Test Cases for Problems
Test cases are used to automate the marking of student code submissions.
There are four types of test cases, which are described below. By default, all test cases are Validate test cases. This is the vast majority of test cases used on Grok.
Enabling other types of Test Cases
By default, all test cases are Validate test cases. You can enable the other types of test cases using the Show Advanced option on the Problem, see screenshot below. Then change the Test Case Type to one of the below types.
Types of Test Cases
By default, all test cases are Validate test cases. See above for how to enable other types of test cases.
Type of Test Case | Correctness Typically used to assess the correctness of the solution |
Elegance Typically used to assess the style & elegance of the solution (rather than the correctness). |
Normal | Validate
|
Suggest
|
Assignment | Assess
|
Review
|
What's the practical difference between Validate and Suggest test cases?
Essentially, it is:
- The user experience of passing vs not passing the Validate tests. This does not impact tutor ability to see the students' latest Marked submission
- Validate test cases only run if the previous one passed, whereas ALL the Suggest test cases run. There is an advanced option to "group" Validate test cases in which case all tests in the group will run at once. See below about setting this up.
Using Test Cases for Assessments
With test cases, what Grok envisions is that one would set an appropriate minimum acceptance criteria using the Validate test cases (e.g. Is the output format correct? Does it pass the example input/output pairs in the problem description? etc). One would use the Assess test cases to test for harder or more nuanced cases. The idea being that students who pass more Assess test cases will achieve higher marks.
Generally we (Grok) assume that any student who passes the Validate test cases will receive a passing mark for this assessment. That's not a requirement, of course. But it's our recommendation, and how the system was designed to work. That's also not to say that you can't still assess the students who don't pass all the Validate cases - you absolutely can assess their submissions and assign them a mark.
Checker Options
Each test case has a number of optional checker options which are passed to the checker. The appropriate checker must be used for these options to pass through successfully. The most common output checker used for Python code is the "Differ". This diffs the input and output of the program with the expected input and output of the test case.
Friendliness
The friendliness options only apply when using the Differ checker. They are set in the following interface:
The differ operates by comparing the expected input and output to the actual input and output.

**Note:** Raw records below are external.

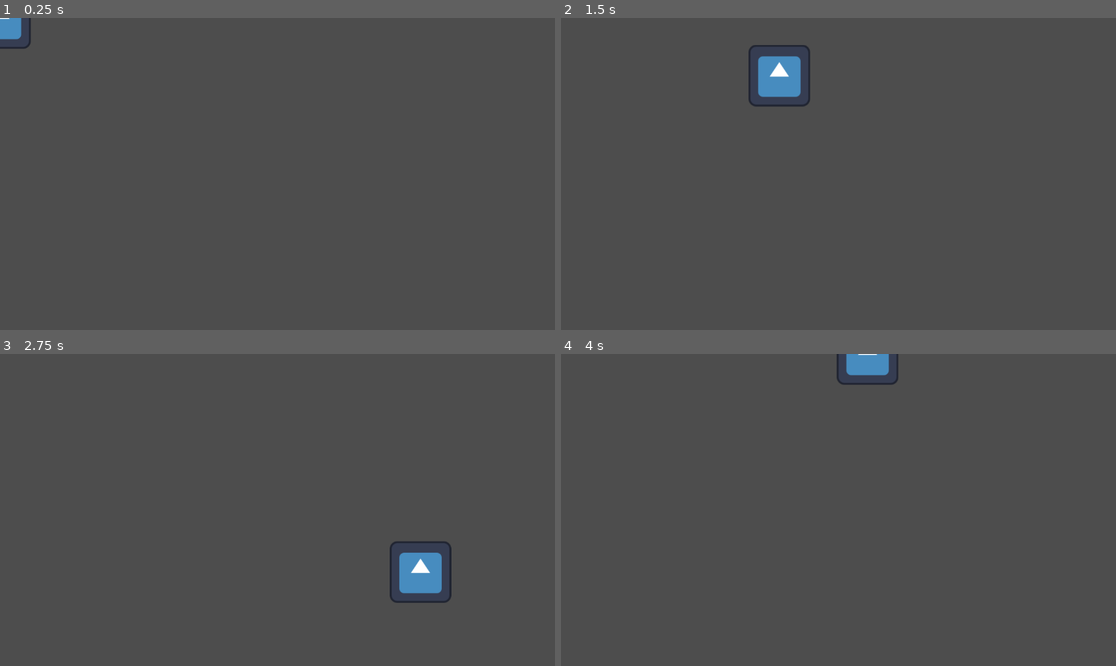
Above: before the commit, frames 1-4 (two rows, left to right).
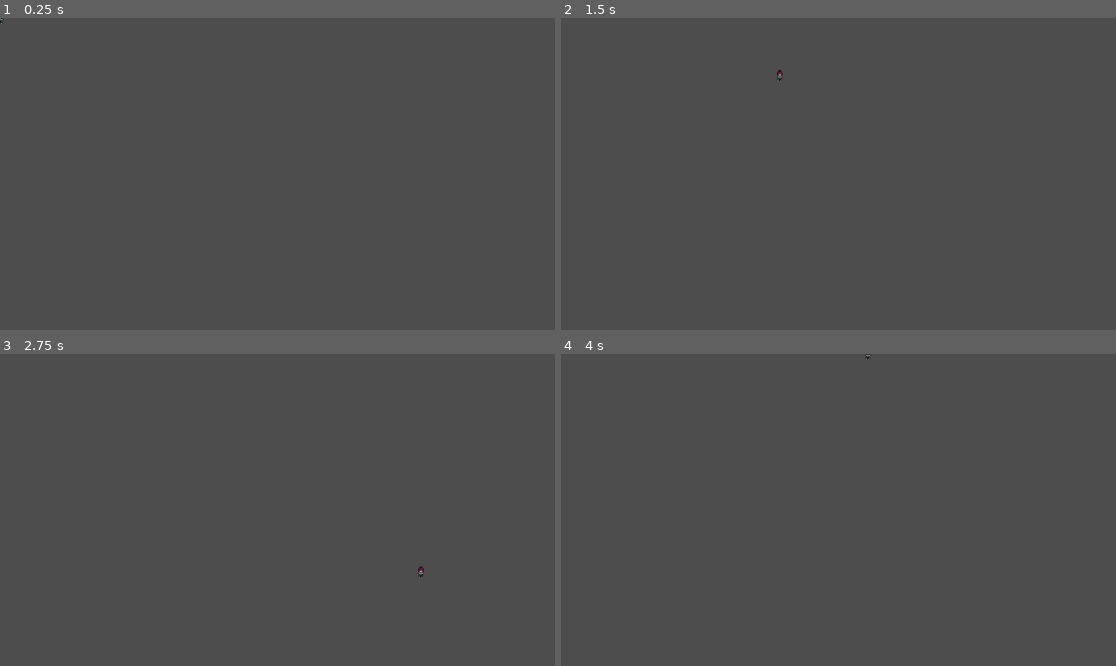
Above: after the commit, the same moments.

Repository: linus-privat/gamejam
Game: Godot game, scene res://scenes/player.tscn
Two runs of this game, one before a commit and one after it. Both use one fixed random seed, a clock stepped at 60 frames per second and the inputs below. This scene is started directly instead of the project's main scene. The engine's default icon, where the game draws it, is replaced by a stand-in: a white triangle on a blue panel in a dark square.
Inputs:
- Up to frame 1 (0.25 s): no input
- Up to frame 2 (1.5 s): tap Enter at 0.5 s; hold D (walk right) 0.53-1.28 s; hold S (walk down) from 1.28 s (still down)
- Up to frame 3 (2.75 s): release S (walk down) at 2.03 s; hold D (walk right) from 2.03 s (still down)
- Up to frame 4 (4 s): release D (walk right) at 2.78 s; hold W (walk up) 2.78-3.53 s; hold A (walk left) from 3.53 s (still down)

The runs differ from the first frame. In frame 1, 0.3% of the frame differs, in the area x 0-6%, y 0-10%; in frame 2, 1.3%; in frame 3, 1.3%, in the area x 70-82%, y 60-80%; in frame 4, 0.7%.

Commit message:
idle animation

Diff:
--- a/gamejamgame/scenes/player.tscn
+++ b/gamejamgame/scenes/player.tscn
@@ -1,9 +1,137 @@
-[gd_scene load_steps=4 format=3 uid="uid://dila4453vu4e1"]
+[gd_scene load_steps=12 format=3 uid="uid://dila4453vu4e1"]
 
 [ext_resource type="Script" uid="uid://b88yf4xkfrd5w" path="res://scenes/player.gd" id="1_3vyb7"]
-[ext_resource type="Texture2D" uid="uid://cgcoe3l02845q" path="res://icon.svg" id="2_g2els"]
+[ext_resource type="Texture2D" uid="uid://ds8spkvt0kdrg" path="res://assets/characters/player/Idle/Idle.png" id="2_g2els"]
 
 [sub_resource type="CircleShape2D" id="CircleShape2D_u8vuu"]
+
+[sub_resource type="Animation" id="Animation_qhqgy"]
+resource_name = "p-idle"
+length = 0.75
+loop_mode = 1
+tracks/0/type = "value"
+tracks/0/imported = false
+tracks/0/enabled = true
+tracks/0/path = NodePath("Sprite2D:frame")
+tracks/0/interp = 1
+tracks/0/loop_wrap = true
+tracks/0/keys = {
+"times": PackedFloat32Array(0, 0.1, 0.2, 0.3, 0.4, 0.5, 0.6, 0.7),
+"transitions": PackedFloat32Array(1, 1, 1, 1, 1, 1, 1, 1),
+"update": 1,
+"values": [0, 1, 2, 3, 4, 5, 6, 7]
+}
+
+[sub_resource type="Animation" id="Animation_dqkch"]
+length = 0.001
+tracks/0/type = "value"
+tracks/0/imported = false
+tracks/0/enabled = true
+tracks/0/path = NodePath("Sprite2D:frame")
+tracks/0/interp = 1
+tracks/0/loop_wrap = true
+tracks/0/keys = {
+"times": PackedFloat32Array(0),
+"transitions": PackedFloat32Array(1),
+"update": 1,
+"values": [0]
+}
+
+[sub_resource type="Animation" id="Animation_qlg0r"]
+resource_name = "p-idle-left-down"
+length = 0.75
+loop_mode = 1
+tracks/0/type = "value"
+tracks/0/imported = false
+tracks/0/enabled = true
+tracks/0/path = NodePath("Sprite2D:frame")
+tracks/0/interp = 1
+tracks/0/loop_wrap = true
+tracks/0/keys = {
+"times": PackedFloat32Array(0, 0.1, 0.2, 0.3, 0.4, 0.5, 0.6, 0.7),
+"transitions": PackedFloat32Array(1, 1, 1, 1, 1, 1, 1, 1),
+"update": 1,
+"values": [8, 9, 10, 11, 12, 13, 14, 15]
+}
+
+[sub_resource type="Animation" id="Animation_tuyoq"]
+resource_name = "p-idle-left-up"
+length = 0.75
+loop_mode = 1
+tracks/0/type = "value"
+tracks/0/imported = false
+tracks/0/enabled = true
+tracks/0/path = NodePath("Sprite2D:frame")
+tracks/0/interp = 1
+tracks/0/loop_wrap = true
+tracks/0/keys = {
+"times": PackedFloat32Array(0, 0.1, 0.2, 0.3, 0.4, 0.5, 0.6, 0.7),
+"transitions": PackedFloat32Array(1, 1, 1, 1, 1, 1, 1, 1),
+"update": 1,
+"values": [16, 17, 18, 19, 20, 21, 22, 23]
+}
+
+[sub_resource type="Animation" id="Animation_fjrip"]
+resource_name = "p-idle-up"
+length = 0.75
+loop_mode = 1
+tracks/0/type = "value"
+tracks/0/imported = false
+tracks/0/enabled = true
+tracks/0/path = NodePath("Sprite2D:frame")
+tracks/0/interp = 1
+tracks/0/loop_wrap = true
+tracks/0/keys = {
+"times": PackedFloat32Array(0, 0.1, 0.2, 0.3, 0.4, 0.5, 0.6, 0.7),
+"transitions": PackedFloat32Array(1, 1, 1, 1, 1, 1, 1, 1),
+"update": 1,
+"values": [24, 25, 26, 27, 28, 29, 30, 31]
+}
+
+[sub_resource type="Animation" id="Animation_smehm"]
+resource_name = "p-idle-right-up"
+length = 0.75
+loop_mode = 1
+tracks/0/type = "value"
+tracks/0/imported = false
+tracks/0/enabled = true
+tracks/0/path = NodePath("Sprite2D:frame")
+tracks/0/interp = 1
+tracks/0/loop_wrap = true
+tracks/0/keys = {
+"times": PackedFloat32Array(0, 0.1, 0.2, 0.3, 0.4, 0.5, 0.6, 0.7),
+"transitions": PackedFloat32Array(1, 1, 1, 1, 1, 1, 1, 1),
+"update": 1,
+"values": [32, 33, 34, 35, 36, 37, 38, 39]
+}
+
+[sub_resource type="Animation" id="Animation_ur7pv"]
+resource_name = "p-idle-right-down"
+length = 0.75
+loop_mode = 1
+tracks/0/type = "value"
+tracks/0/imported = false
+tracks/0/enabled = true
+tracks/0/path = NodePath("Sprite2D:frame")
+tracks/0/interp = 1
+tracks/0/loop_wrap = true
+tracks/0/keys = {
+"times": PackedFloat32Array(0, 0.1, 0.2, 0.3, 0.4, 0.5, 0.6, 0.7),
+"transitions": PackedFloat32Array(1, 1, 1, 1, 1, 1, 1, 1),
+"update": 1,
+"values": [40, 41, 42, 43, 44, 45, 46, 47]
+}
+
+[sub_resource type="AnimationLibrary" id="AnimationLibrary_y4r1p"]
+_data = {
+&"RESET": SubResource("Animation_dqkch"),
+&"p-idle": SubResource("Animation_qhqgy"),
+&"p-idle-left-down": SubResource("Animation_qlg0r"),
+&"p-idle-left-up": SubResource("Animation_tuyoq"),
+&"p-idle-right-down": SubResource("Animation_ur7pv"),
+&"p-idle-right-up": SubResource("Animation_smehm"),
+&"p-idle-up": SubResource("Animation_fjrip")
+}
 
 [node name="Player" type="CharacterBody2D"]
 script = ExtResource("1_3vyb7")
@@ -13,5 +141,10 @@
 
 [node name="Sprite2D" type="Sprite2D" parent="."]
 texture = ExtResource("2_g2els")
+hframes = 8
+vframes = 6
 
 [node name="AnimationPlayer" type="AnimationPlayer" parent="."]
+libraries = {
+&"": SubResource("AnimationLibrary_y4r1p")
+}
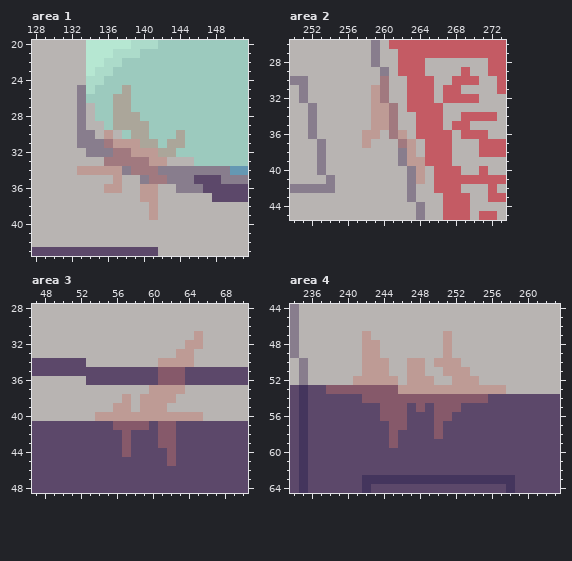
One commit to this pixel-art file: __aseprite__/spaceship.aseprite. Above is the file before it was changed.
320x162 pixels, 1 frame. Colours within 5 levels of each other are drawn and written as one. Shown: area 1: x 128..151, y 20..43; area 2: x 250..273, y 26..45; area 3: x 47..70, y 28..48; area 4: x 234..263, y 44..64. The commit also changed other parts of the picture, which this record leaves out.
New version:
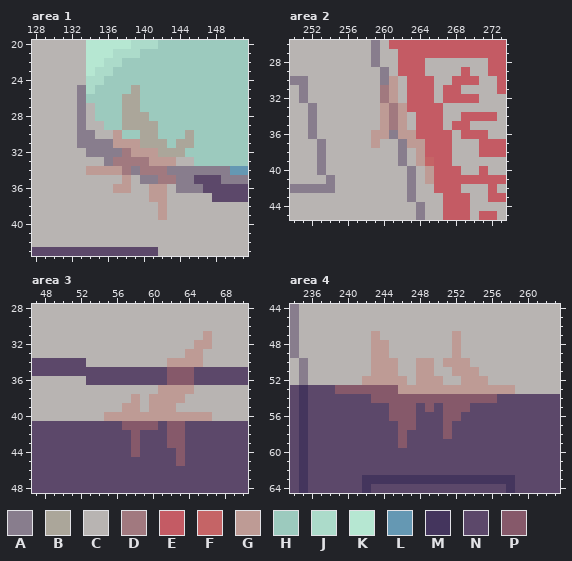
Palette (. is transparent): A #887d8d  B #aba69a  C #b8b4b2  D #a1797f  E #c45b64  F #c56466  G #be9b95  H #9ccabe  J #acdbca  K #b6e7d2  L #6598b3  M #44355d  N #5c486a  P #86596a
The edit:
Area 1, layer "Layer 8":
Colour A replaces colour D in row 31 at x 136; in row 32 at x 137; in row 33 at x 136; in row 34 at x 139; in row 35 at x 141.
Colour B replaces colour H in rows 25 to 27 at x 139; in row 28 at x 140; in row 29 at x 141; in row 30 at x 141 and 145; in row 31 at x 142 and 145; in row 32 at x 144.
Colour C replaces colour G in row 30 at x 136; in row 34 at x 133; in row 35 at x 137; in row 36 at x 136 and 140; in row 37 at x 140; in rows 38 to 39 at x 141.
Colour D replaces colour A in row 34 at x 138 and 142; in row 35 at x 143.
Colour G replaces colour C in row 30 at x 137; in row 33 at x 143; in row 35 at x 138; in row 36 at x 138 and 142; in rows 37 to 39 at x 142.
Colour H replaces colour B in row 25 at x 138; in rows 26 to 29 at x 137; in row 30 at x 139 and 144; in row 31 at x 143.
Area 2, layer "Layer 8":
Colour A replaces colour D in row 30 at x 260; in row 36 at x 261; in row 37 at x 262.
Colour C replaces colour G in rows 31 to 35 at x 259; in rows 36 to 37 at x 258; in rows 38 to 39 at x 263; in rows 40 to 41 at x 264.
Colour F replaces colour E in row 39 at x 265.
Colour G replaces colour C in rows 30 to 32 at x 261; in rows 33 to 35 at x 262; in row 36 at x 260 and 263; in row 37 at x 259 and 264; in row 38 at x 264; in rows 40 to 41 at x 265.
Area 3, layer "Layer 8":
Colour C replaces colour G in row 31 at x 65; in row 32 at x 64; in row 33 at x 63; in row 34 at x 61; in row 37 at x 60; in row 38 at x 57 and 59.
Colour C replaces colour G in row 39 at x 56 and 59; in row 40 at x 54.
Colour G replaces colour C in rows 31 to 32 at x 66; in rows 33 to 34 at x 65; in row 37 at x 64; in row 38 at x 58 and 63; in row 39 at x 58 and 62; in row 40 at x 66.
Colour N replaces colour P in rows 35 to 36 at x 61; in row 41 at x 56 and 61; in rows 42 to 43 at x 57 and 61; in row 44 at x 57 and 62; in row 45 at x 62.
Colour P replaces colour N in rows 35 to 36 at x 64; in row 41 at x 60 and 63; in rows 42 to 44 at x 58 and 63; in row 45 at x 63.
Area 4, layer "Layer 8":
Colour C replaces colour G in rows 47 to 49 at x 242 and 251; in row 50 at x 242, 247 and 250; in row 51 at x 242, 247 and 251; in row 52 at x 241, 247 and 252.
Colour G replaces colour C in row 47 at x 243 and 252; in rows 48 to 49 at x 244 and 252; in row 50 at x 245, 249 and 253; in row 51 at x 245, 249 and 254; in row 52 at x 246, 250 and 255; in row 53 at x 258.
Colour N replaces colour P in row 53 at x 238; in row 54 at x 242; in row 55 at x 244, 248 and 250; in row 56 at x 244 and 250; in rows 57 to 58 at x 245 and 250; in row 59 at x 245.
Colour P replaces colour N in row 54 at x 256; in row 55 at x 247, 249 and 253; in row 56 at x 247 and 252; in row 57 at x 247 and 251; in row 58 at x 246 and 251; in row 59 at x 246.
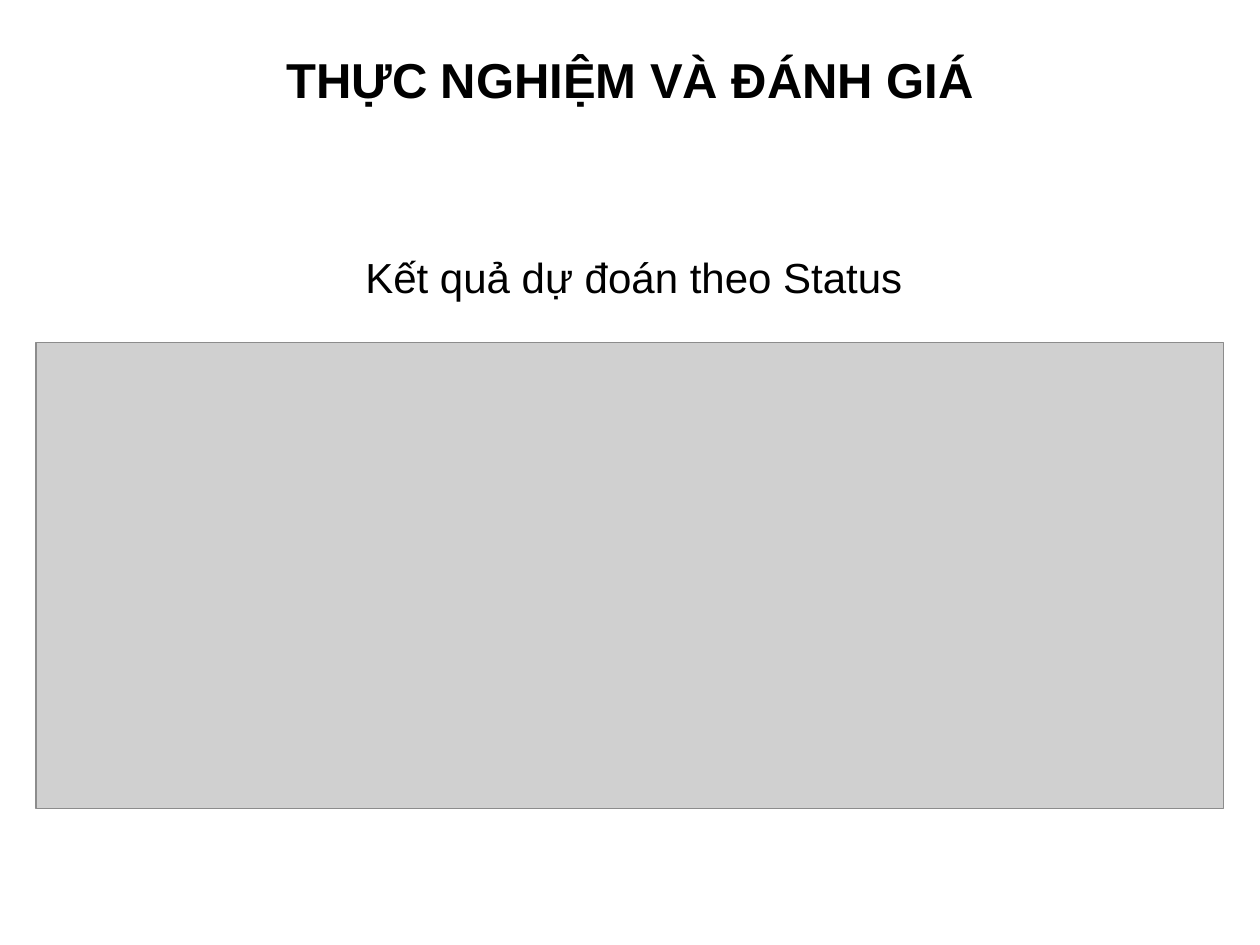
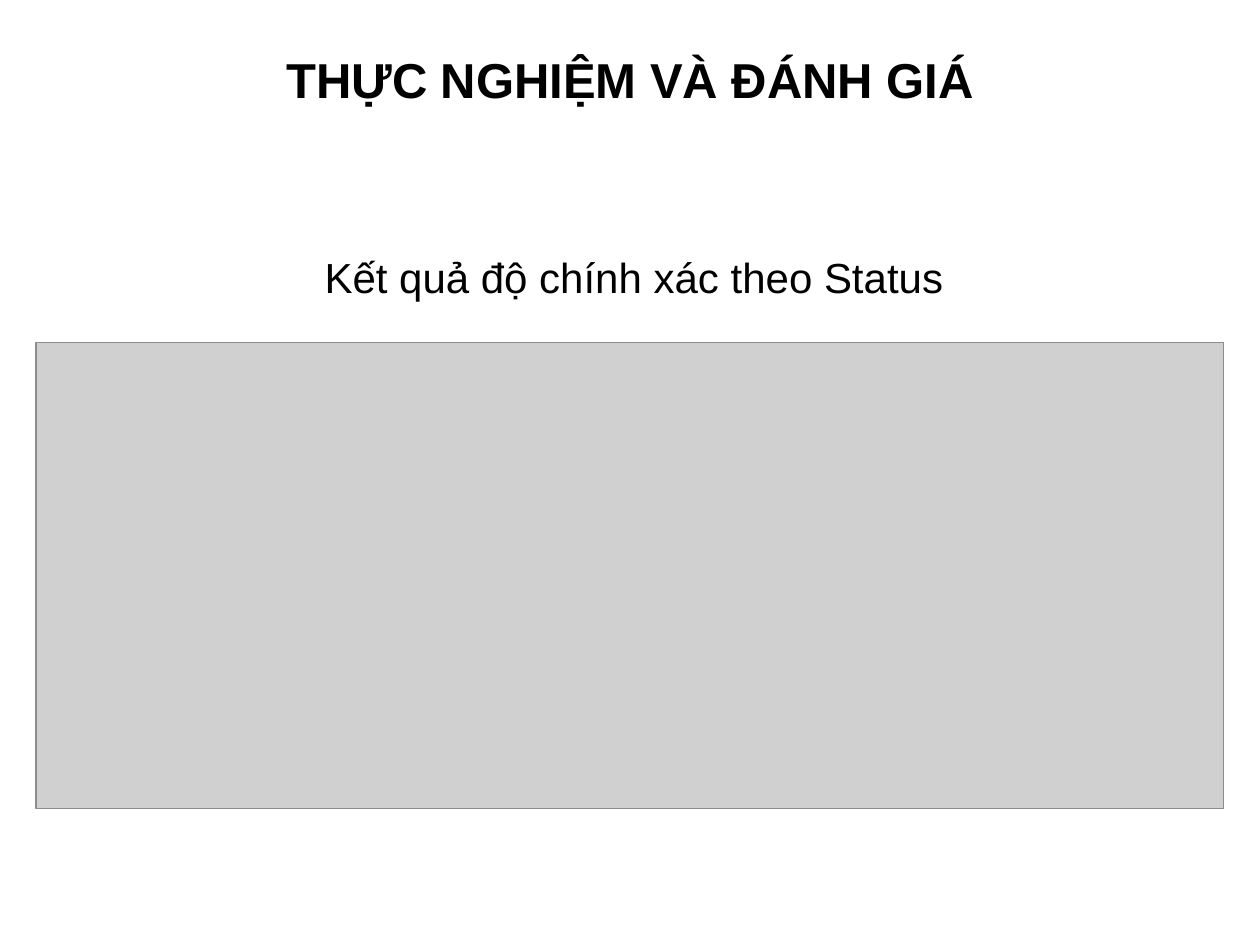
Before and after one commit to truonghaibg/thesis, a slide deck: slide 17 of tchai/Slide_LuanVan_TruongCongHai.ppt. Drawn at 1260x945 pixels with LibreOffice and Linux fonts; fonts in the diff are those of the drawing; grey boxes stand for pictures; background and template pictures are left out. Boxes give left, top, right and bottom in pixels: in the first picture for what was removed or moved away, otherwise in the second. Text is boxed around its words. In the diff, an @@ line names an element or a change of style, - is before the commit and + after.

```diff
--- a/tchai/Slide_LuanVan_TruongCongHai.ppt
+++ b/tchai/Slide_LuanVan_TruongCongHai.ppt
@@ text at (x1=325, y1=260, x2=943, y2=302): text changed @@
-Kết quả dự đoán theo Status
+Kết quả độ chính xác theo Status
```
Also in this commit, not shown: 13 other slides changed, 1 slide added, 1 slide removed.

- Space (ignore whitespace) - removes all whitespace from the actual and expected before diffing
- Punct (ignore punctuation) - removes all punctuation from the actual and expected before diffing
- Case (ignore case) - converts the actual and expected to lowercase before diffing
- Sort (ignore line order) - lexicographically sorts all of the lines of actual and expected before diffing
- Sort | Uniq (ignore line order and duplicates) - does `sort` and then removes duplicate lines in actual and expected before diffing
- Norm floats (round floating point numbers) - round all floating point numbers to the provided number of significant figures in actual and expected before diffing (note significant figures not decimal places)
- Slice from (ignore lines from N) - remove the first N lines of output from actual and expected before diffing. This happens before sort and sort | uniq.
- Slice to (ignore lines to N) - remove after N from actual and expected before diffing. If set to a negative number, it counts down from the last line (like Python slices). This happens before sort and sort | uniq.
Grouping Tests
- Test 1: Simple validation test with example to ensure code runs at all
- Tests 2 - 5: Validation tests of edge cases. Only run if Test 1 passes.
- Tests 6 - 8: Assess tests to assist manual marking. Only run if all Tests 2 - 5 pass.
Changing behaviour when a Validation test fails
Another way to get the results of all tests, even when an earlier validation test fails, is to alter the problem's validation test behaviour.
Options are:
- Stop on fail - If a validation test fails, do not run any further tests beyond the current group, and do not show the results of any later tests in the current group
- Stop on fail but show all group results - As above, but show all results for the current test group (even if they occur after the failing test)
- Continue on fail - Run and show results of all tests, regardless of earlier test failures.